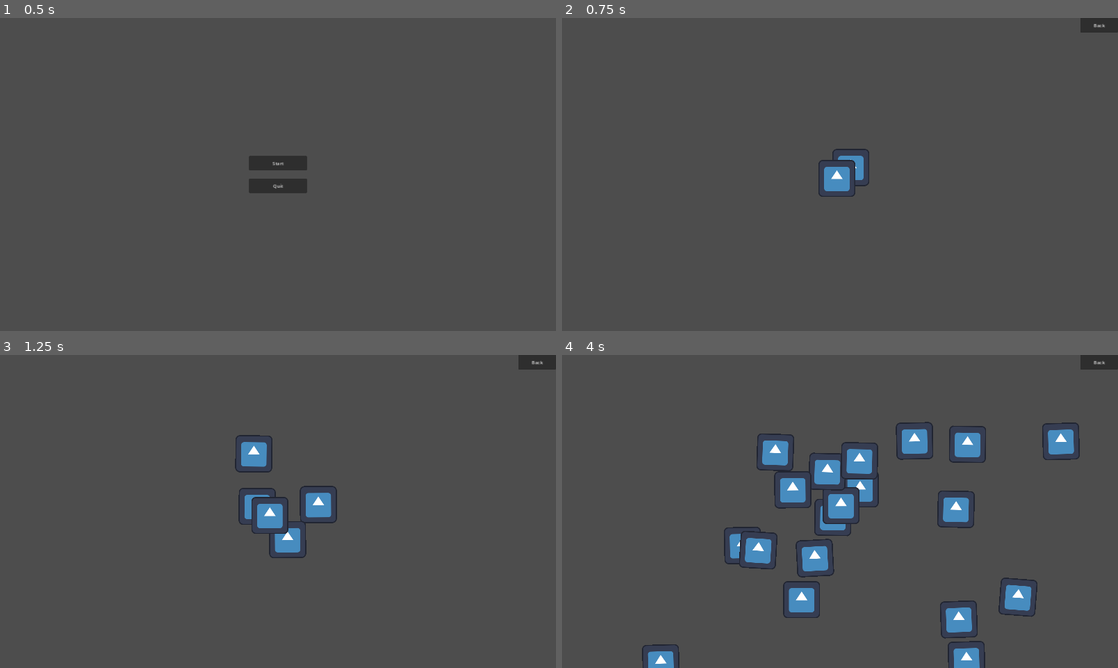
Above: before the commit, frames 1-4 (two rows, left to right).
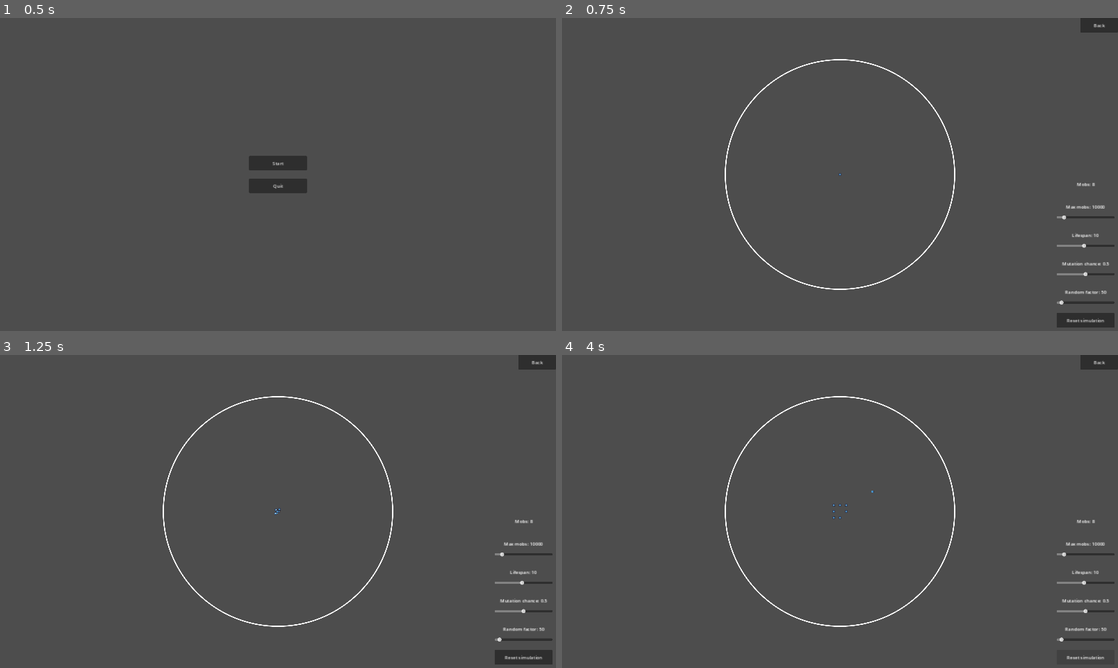
Above: after the commit, the same moments.

Repository: 11ALX11/Natural-selection-demo
Game: Godot game, scene res://main_scene_node.tscn
The game is run twice, just before and just after one commit, with the same random seed, the same clock (stepped at 60 frames per second) and the same inputs. The engine's default icon, where the game draws it, is replaced by a stand-in: a white triangle on a blue panel in a dark square.
Inputs (mouse positions are in pixels of both pictures, inside the frame that each line leads up to):
- Up to frame 1 (0.5 s): no input
- Up to frame 2 (0.75 s): click "Start" at 0.5 s
- Up to frame 3 (1.25 s): no input
- Up to frame 4 (4 s): click (1084, 658) at 1.25 s, where only the run after the commit has a clickable "Reset simulation"

Frame 1 is identical in both runs. In frame 2, 2.2% of the frame differs, in the area x 29-100%, y 13-99%; in frame 3, 3.5%; in frame 4, 8.7%, in the area x 14-100%, y 13-100%.

Commit message:
working on mobs, world, ui, logic

Diff:
--- /dev/null
+++ b/art/circle.svg
@@ -0,0 +1,3 @@
+<svg xmlns="http://www.w3.org/2000/svg" version="1.1" viewBox="0 0 1000 1000">
+   <circle cx="500" cy="500" r="495" stroke="white" stroke-width="5" fill="none" />
+</svg>
--- a/in_world_ui/in_world_ui.gd
+++ b/in_world_ui/in_world_ui.gd
@@ -2,7 +2,37 @@
 
 
 signal exit
+signal reset
+
+signal max_mobs_change(value: float)
+signal lifespan_change(value: float)
+signal mutation_chance_change(value: float)
+signal random_factor_change(value: float)
 
 
 func _on_return_to_menu_button_pressed():
 	exit.emit()
+
+
+func _on_reset_button_pressed():
+	reset.emit()
+
+
+func _on_max_mobs_h_slider_value_changed(value):
+	get_node("RightBottomCorner/MarginContainer2/MaxMobsGroup/MaxMobs").text = "Max mobs: " + str(value)
+	max_mobs_change.emit(value)
+
+
+func _on_lifespan_h_slider_value_changed(value):
+	get_node("RightBottomCorner/MarginContainer3/LifespanGroup/Lifespan").text = "Lifespan: " + str(value)
+	lifespan_change.emit(value)
+
+
+func _on_mutation_chance_h_slider_value_changed(value):
+	get_node("RightBottomCorner/MarginContainer4/MutationChanceGroup/MutationChance").text = "Mutation chance: " + str(value)
+	mutation_chance_change.emit(value)
+
+
+func _on_random_factor_h_slider_value_changed(value):
+	get_node("RightBottomCorner/MarginContainer5/RandomFactorGroup/RandomFactor").text = "Random factor: " + str(value)
+	random_factor_change.emit(value)
--- a/in_world_ui/in_world_ui.tscn
+++ b/in_world_ui/in_world_ui.tscn
@@ -1,6 +1,12 @@
-[gd_scene load_steps=2 format=3 uid="uid://kqsvu0bvql1e"]
+[gd_scene load_steps=4 format=3 uid="uid://kqsvu0bvql1e"]
 
 [ext_resource type="Script" path="res://in_world_ui/in_world_ui.gd" id="1_kf3hl"]
+
+[sub_resource type="InputEventAction" id="InputEventAction_i1nxe"]
+action = &"ui_cancel"
+
+[sub_resource type="Shortcut" id="Shortcut_3fhqi"]
+events = [SubResource("InputEventAction_i1nxe")]
 
 [node name="InWorldUI" type="Control"]
 layout_mode = 3
@@ -9,6 +15,7 @@
 anchor_bottom = 1.0
 grow_horizontal = 2
 grow_vertical = 2
+focus_mode = 1
 script = ExtResource("1_kf3hl")
 
 [node name="ReturnToMenuButton" type="Button" parent="."]
@@ -21,6 +28,144 @@
 offset_bottom = 50.0
 grow_horizontal = 0
 focus_mode = 0
+shortcut = SubResource("Shortcut_3fhqi")
 text = "Back"
 
+[node name="RightBottomCorner" type="VBoxContainer" parent="."]
+layout_mode = 1
+anchors_preset = 3
+anchor_left = 1.0
+anchor_top = 1.0
+anchor_right = 1.0
+anchor_bottom = 1.0
+offset_left = -224.0
+offset_top = -466.0
+grow_horizontal = 0
+grow_vertical = 0
+
+[node name="MarginContainer" type="MarginContainer" parent="RightBottomCorner"]
+layout_mode = 2
+theme_override_constants/margin_left = 12
+theme_override_constants/margin_top = 12
+theme_override_constants/margin_right = 12
+theme_override_constants/margin_bottom = 12
+
+[node name="MobsCount" type="Label" parent="RightBottomCorner/MarginContainer"]
+custom_minimum_size = Vector2(200, 50)
+layout_mode = 2
+text = "Mobs: 0"
+horizontal_alignment = 1
+vertical_alignment = 1
+
+[node name="MarginContainer2" type="MarginContainer" parent="RightBottomCorner"]
+layout_mode = 2
+theme_override_constants/margin_left = 12
+theme_override_constants/margin_top = 12
+theme_override_constants/margin_right = 12
+theme_override_constants/margin_bottom = 12
+
+[node name="MaxMobsGroup" type="VBoxContainer" parent="RightBottomCorner/MarginContainer2"]
+layout_mode = 2
+
+[node name="MaxMobs" type="Label" parent="RightBottomCorner/MarginContainer2/MaxMobsGroup"]
+custom_minimum_size = Vector2(200, 50)
+layout_mode = 2
+text = "Max mobs: 10000"
+horizontal_alignment = 1
+vertical_alignment = 1
+
+[node name="HSlider" type="HSlider" parent="RightBottomCorner/MarginContainer2/MaxMobsGroup"]
+layout_mode = 2
+min_value = 1.0
+max_value = 100000.0
+value = 10000.0
+rounded = true
+
+[node name="MarginContainer3" type="MarginContainer" parent="RightBottomCorner"]
+layout_mode = 2
+theme_override_constants/margin_left = 12
+theme_override_constants/margin_top = 12
+theme_override_constants/margin_right = 12
+theme_override_constants/margin_bottom = 12
+
+[node name="LifespanGroup" type="VBoxContainer" parent="RightBottomCorner/MarginContainer3"]
+layout_mode = 2
+
+[node name="Lifespan" type="Label" parent="RightBottomCorner/MarginContainer3/LifespanGroup"]
+custom_minimum_size = Vector2(200, 50)
+layout_mode = 2
+text = "Lifespan: 10"
+horizontal_alignment = 1
+vertical_alignment = 1
+
+[node name="HSlider" type="HSlider" parent="RightBottomCorner/MarginContainer3/LifespanGroup"]
+layout_mode = 2
+min_value = 1.0
+max_value = 20.0
+step = 0.1
+value = 10.0
+
+[node name="MarginContainer4" type="MarginContainer" parent="RightBottomCorner"]
+layout_mode = 2
+theme_override_constants/margin_left = 12
+theme_override_constants/margin_top = 12
+theme_override_constants/margin_right = 12
+theme_override_constants/margin_bottom = 12
+
+[node name="MutationChanceGroup" type="VBoxContainer" parent="RightBottomCorner/MarginContainer4"]
+layout_mode = 2
+
+[node name="MutationChance" type="Label" parent="RightBottomCorner/MarginContainer4/MutationChanceGroup"]
+custom_minimum_size = Vector2(200, 50)
+layout_mode = 2
+text = "Mutation chance: 0.5"
+horizontal_alignment = 1
+vertical_alignment = 1
+
+[node name="HSlider" type="HSlider" parent="RightBottomCorner/MarginContainer4/MutationChanceGroup"]
+layout_mode = 2
+max_value = 1.0
+step = 0.01
+value = 0.5
+
+[node name="MarginContainer5" type="MarginContainer" parent="RightBottomCorner"]
+layout_mode = 2
+theme_override_constants/margin_left = 12
+theme_override_constants/margin_top = 12
+theme_override_constants/margin_right = 12
+theme_override_constants/margin_bottom = 12
+
+[node name="RandomFactorGroup" type="VBoxContainer" parent="RightBottomCorner/MarginContainer5"]
+layout_mode = 2
+
+[node name="RandomFactor" type="Label" parent="RightBottomCorner/MarginContainer5/RandomFactorGroup"]
+custom_minimum_size = Vector2(200, 50)
+layout_mode = 2
+text = "Random factor: 50"
+horizontal_alignment = 1
+vertical_alignment = 1
+
+[node name="HSlider" type="HSlider" parent="RightBottomCorner/MarginContainer5/RandomFactorGroup"]
+layout_mode = 2
+max_value = 1000.0
+value = 50.0
+
+[node name="MarginContainer6" type="MarginContainer" parent="RightBottomCorner"]
+layout_mode = 2
+theme_override_constants/margin_left = 12
+theme_override_constants/margin_top = 12
+theme_override_constants/margin_right = 12
+theme_override_constants/margin_bottom = 12
+
+[node name="ResetButton" type="Button" parent="RightBottomCorner/MarginContainer6"]
+custom_minimum_size = Vector2(200, 50)
+layout_mode = 2
+focus_mode = 0
+text = "Reset simulation"
+
 [connection signal="pressed" from="ReturnToMenuButton" to="." method="_on_return_to_menu_button_pressed"]
+[connection signal="value_changed" from="RightBottomCorner/MarginContainer2/MaxMobsGroup/HSlider" to="." method="_on_max_mobs_h_slider_value_changed"]
+[connection signal="value_changed" from="RightBottomCorner/MarginContainer3/LifespanGroup/HSlider" to="." method="_on_lifespan_h_slider_value_changed"]
+[connection signal="value_changed" from="RightBottomCorner/MarginContainer4/MutationChanceGroup/HSlider" to="." method="_on_mutation_chance_h_slider_value_changed"]
+[connection signal="value_changed" from="RightBottomCorner/MarginContainer5/RandomFactorGroup/HSlider" to="." method="_on_random_factor_h_slider_value_changed"]
+[connection signal="pressed" from="RightBottomCorner/MarginContainer6/ResetButton" to="." method="_on_reset_button_pressed"]
--- a/main_scene_node.gd
+++ b/main_scene_node.gd
@@ -4,10 +4,14 @@
 @onready var start_menu = get_node("HUD/StartMenu")
 @onready var in_world_ui = get_node("HUD/InWorldUI")
 
+@export var mob_scene: PackedScene
 
-# Called when the node enters the scene tree for the first time.
-func _ready():
-	pass # Replace with function body.
+var max_mobs = 10000
+var max_lifespan: float = 10.0 # In seconds
+var mutation_chance: float = 0.50
+var random_factor: float = 50 # Max px/second change in mutation
+
+var mobs_count = 0
 
 
 func _on_start_menu_start():
@@ -15,6 +19,7 @@
 	in_world_ui.show()
 	$World.show()
 
+	start_demo()
 
 func _on_start_menu_quit():
 	get_tree().quit()
@@ -24,3 +29,64 @@
 	$World.hide()
 	in_world_ui.hide()
 	start_menu.show()
+
+	clear_mobs()
+
+
+func start_demo():
+	spawn_mob($World.life_zone.position, Vector2(10, 10))
+	spawn_mob($World.life_zone.position, Vector2(10, 0))
+	spawn_mob($World.life_zone.position, Vector2(10, -10))
+	spawn_mob($World.life_zone.position, Vector2(0, -10))
+	spawn_mob($World.life_zone.position, Vector2(-10, -10))
+	spawn_mob($World.life_zone.position, Vector2(-10, 0))
+	spawn_mob($World.life_zone.position, Vector2(-10, 10))
+	spawn_mob($World.life_zone.position, Vector2(0, 10))
+
+func clear_mobs():
+	# Delete mobs
+	get_tree().call_group("mobs", "queue_free")
+	# Also reset counter
+	mobs_count = 0
+	# No real need to change text, since 8 will spawn at first frame, changing it to 8
+
+
+func spawn_mob(parent_pos, parent_vel):
+	if mobs_count < max_mobs:
+		mobs_count += 1
+		get_node("HUD/InWorldUI/RightBottomCorner/MarginContainer/MobsCount").text = "Mobs: " + str(mobs_count)
+
+		var mob = mob_scene.instantiate()
+
+		mob.spawn_position = parent_pos
+		mob.parent_velocity = parent_vel
+		mob.max_lifespan = max_lifespan
+		mob.mutation_chance = mutation_chance
+		mob.random_factor = random_factor
+
+		mob.connect("died", _on_mob_died)
+		mob.connect("mob_duplicated", spawn_mob)
+
+		$World.add_child(mob)
+
+
+func _on_mob_died():
+	mobs_count -= 1
+	get_node("HUD/InWorldUI/RightBottomCorner/MarginContainer/MobsCount").text = "Mobs: " + str(mobs_count)
+
+
+func _on_in_world_ui_lifespan_change(value):
+	max_lifespan = value
+
+func _on_in_world_ui_max_mobs_change(value):
+	max_mobs = value
+
+func _on_in_world_ui_mutation_chance_change(value):
+	mutation_chance = value
+
+func _on_in_world_ui_random_factor_change(value):
+	random_factor = value
+
+func _on_in_world_ui_reset():
+	clear_mobs()
+	start_demo()
--- a/main_scene_node.tscn
+++ b/main_scene_node.tscn
@@ -1,12 +1,14 @@
-[gd_scene load_steps=5 format=3 uid="uid://dsodcaghps1c0"]
+[gd_scene load_steps=6 format=3 uid="uid://dsodcaghps1c0"]
 
 [ext_resource type="PackedScene" uid="uid://b2ke2i1fa6m3k" path="res://start_menu/start_menu.tscn" id="1_nftdd"]
 [ext_resource type="Script" path="res://main_scene_node.gd" id="1_uwutl"]
 [ext_resource type="PackedScene" uid="uid://csakd5xi2rakc" path="res://world/world.tscn" id="3_63ulo"]
 [ext_resource type="PackedScene" uid="uid://kqsvu0bvql1e" path="res://in_world_ui/in_world_ui.tscn" id="5_gj885"]
+[ext_resource type="PackedScene" uid="uid://d2jeuv120krog" path="res://world/mob/mob.tscn" id="5_lda4e"]
 
 [node name="MainSceneNode" type="Node"]
 script = ExtResource("1_uwutl")
+mob_scene = ExtResource("5_lda4e")
 
 [node name="World" parent="." instance=ExtResource("3_63ulo")]
 process_mode = 1
@@ -22,3 +24,8 @@
 [connection signal="quit" from="HUD/StartMenu" to="." method="_on_start_menu_quit"]
 [connection signal="start" from="HUD/StartMenu" to="." method="_on_start_menu_start"]
 [connection signal="exit" from="HUD/InWorldUI" to="." method="_on_in_world_ui_exit"]
+[connection signal="lifespan_change" from="HUD/InWorldUI" to="." method="_on_in_world_ui_lifespan_change"]
+[connection signal="max_mobs_change" from="HUD/InWorldUI" to="." method="_on_in_world_ui_max_mobs_change"]
+[connection signal="mutation_chance_change" from="HUD/InWorldUI" to="." method="_on_in_world_ui_mutation_chance_change"]
+[connection signal="random_factor_change" from="HUD/InWorldUI" to="." method="_on_in_world_ui_random_factor_change"]
+[connection signal="reset" from="HUD/InWorldUI" to="." method="_on_in_world_ui_reset"]
--- a/start_menu/start_menu.gd
+++ b/start_menu/start_menu.gd
@@ -1,10 +1,13 @@
 extends Control
+
 
 signal start
 signal quit
 
+
 func _on_start_button_pressed():
 	start.emit()
 
+
 func _on_quit_button_pressed():
 	quit.emit()
--- a/start_menu/start_menu.tscn
+++ b/start_menu/start_menu.tscn
@@ -1,6 +1,12 @@
-[gd_scene load_steps=2 format=3 uid="uid://b2ke2i1fa6m3k"]
+[gd_scene load_steps=4 format=3 uid="uid://b2ke2i1fa6m3k"]
 
 [ext_resource type="Script" path="res://start_menu/start_menu.gd" id="1_dlwu1"]
+
+[sub_resource type="InputEventAction" id="InputEventAction_0iowl"]
+action = &"ui_accept"
+
+[sub_resource type="Shortcut" id="Shortcut_fhncf"]
+events = [SubResource("InputEventAction_0iowl")]
 
 [node name="StartMenu" type="Control"]
 layout_mode = 3
@@ -34,6 +40,7 @@
 custom_minimum_size = Vector2(200, 50)
 layout_mode = 2
 focus_mode = 0
+shortcut = SubResource("Shortcut_fhncf")
 text = "Start"
 
 [node name="MarginContainer2" type="MarginContainer" parent="VBoxContainer"]
--- /dev/null
+++ b/world/mob/mob.gd
@@ -0,0 +1,57 @@
+extends RigidBody2D
+
+
+signal mob_duplicated(parent_position, parent_velocity)
+signal died
+
+var spawn_position: Vector2
+var parent_velocity: Vector2
+var max_lifespan: float # In seconds
+var mutation_chance: float
+var random_factor: float # Max px/second change in mutation
+
+var velocity: Vector2 # In px/second
+var lifespan: float
+var duplicates: int = 0
+
+
+func _ready():
+	spawn(spawn_position, parent_velocity)
+
+# Called every frame. 'delta' is the elapsed time since the previous frame.
+func _process(delta):
+	position += velocity * delta
+	lifespan -= delta
+
+	if (lifespan <= max_lifespan/2 && duplicates == 0):
+		duplicate_mob()
+
+	if (lifespan < 0):
+		die()
+
+
+func spawn(spawn_pos: Vector2, parent_vel: Vector2):
+	lifespan = max_lifespan
+
+	var velocity_x = parent_vel.x
+	var velocity_y = parent_vel.y
+
+	if (randf() <= mutation_chance):
+		velocity_x += randf_range(-random_factor, random_factor)
+		velocity_y += randf_range(-random_factor, random_factor)
+
+	velocity = Vector2(velocity_x, velocity_y)
+	position = spawn_pos
+
+	$CollisionShape2D.set_deferred("disabled", false)
+	show()
+
+
+func die():
+	duplicate_mob()
+	queue_free()
+
+
+func duplicate_mob():
+	duplicates += 1
+	mob_duplicated.emit(position, velocity)
--- /dev/null
+++ b/world/mob/mob.tscn
@@ -0,0 +1,24 @@
+[gd_scene load_steps=4 format=3 uid="uid://d2jeuv120krog"]
+
+[ext_resource type="Script" path="res://world/mob/mob.gd" id="1_av3xh"]
+[ext_resource type="Texture2D" uid="uid://br2br3tg6r5dp" path="res://icon.svg" id="1_oe53x"]
+
+[sub_resource type="CircleShape2D" id="CircleShape2D_8n1sr"]
+radius = 5.0
+
+[node name="Mob" type="RigidBody2D" groups=["mobs"]]
+visible = false
+collision_mask = 0
+mass = 0.01
+gravity_scale = 0.0
+script = ExtResource("1_av3xh")
+metadata/_edit_group_ = true
+
+[node name="CollisionShape2D" type="CollisionShape2D" parent="."]
+shape = SubResource("CircleShape2D_8n1sr")
+disabled = true
+debug_color = Color(1, 0, 0.0980392, 0.419608)
+
+[node name="Sprite2D" type="Sprite2D" parent="."]
+scale = Vector2(0.07, 0.07)
+texture = ExtResource("1_oe53x")
--- /dev/null
+++ b/world/world.gd
@@ -0,0 +1,8 @@
+extends Node2D
+
+
+@export var life_zone: Area2D
+
+
+func _ready():
+	life_zone = $LifeZone
--- a/world/world.tscn
+++ b/world/world.tscn
@@ -1,23 +1,23 @@
-[gd_scene load_steps=2 format=3 uid="uid://csakd5xi2rakc"]
+[gd_scene load_steps=4 format=3 uid="uid://csakd5xi2rakc"]
 
-[ext_resource type="Texture2D" uid="uid://br2br3tg6r5dp" path="res://icon.svg" id="1_wsc81"]
+[ext_resource type="Texture2D" uid="uid://cajjovlwq7wdp" path="res://art/circle.svg" id="1_aygv7"]
+[ext_resource type="Script" path="res://world/world.gd" id="1_vuq7j"]
+
+[sub_resource type="CircleShape2D" id="CircleShape2D_ms33t"]
+radius = 398.0
 
 [node name="World" type="Node2D"]
+script = ExtResource("1_vuq7j")
 
 [node name="Camera2D" type="Camera2D" parent="."]
 
-[node name="CPUParticles2D" type="CPUParticles2D" parent="."]
-amount = 20
-lifetime = 3.0
-randomness = 0.5
-texture = ExtResource("1_wsc81")
-emission_shape = 2
-emission_sphere_radius = 30.0
-spread = 180.0
-gravity = Vector2(0, 0)
-initial_velocity_min = 100.0
-initial_velocity_max = 500.0
-angular_velocity_min = -2.0
-angular_velocity_max = 2.0
-orbit_velocity_min = -0.16
-orbit_velocity_max = 0.16
+[node name="LifeZone" type="Area2D" parent="."]
+metadata/_edit_group_ = true
+
+[node name="CollisionShape2D" type="CollisionShape2D" parent="LifeZone"]
+shape = SubResource("CircleShape2D_ms33t")
+debug_color = Color(0.603922, 0.505882, 0, 0.0823529)
+
+[node name="Sprite2D" type="Sprite2D" parent="LifeZone"]
+scale = Vector2(0.8, 0.8)
+texture = ExtResource("1_aygv7")
Not shown, added: art/circle.svg.import

::::::::::

**WHAT IS BEING ASKED:**
Bring together all lines from the listing that contain the word "Above".

**REPLY:**
Above: before the commit, frames 1-4 (two rows, left to right).
Above: after the commit, the same moments.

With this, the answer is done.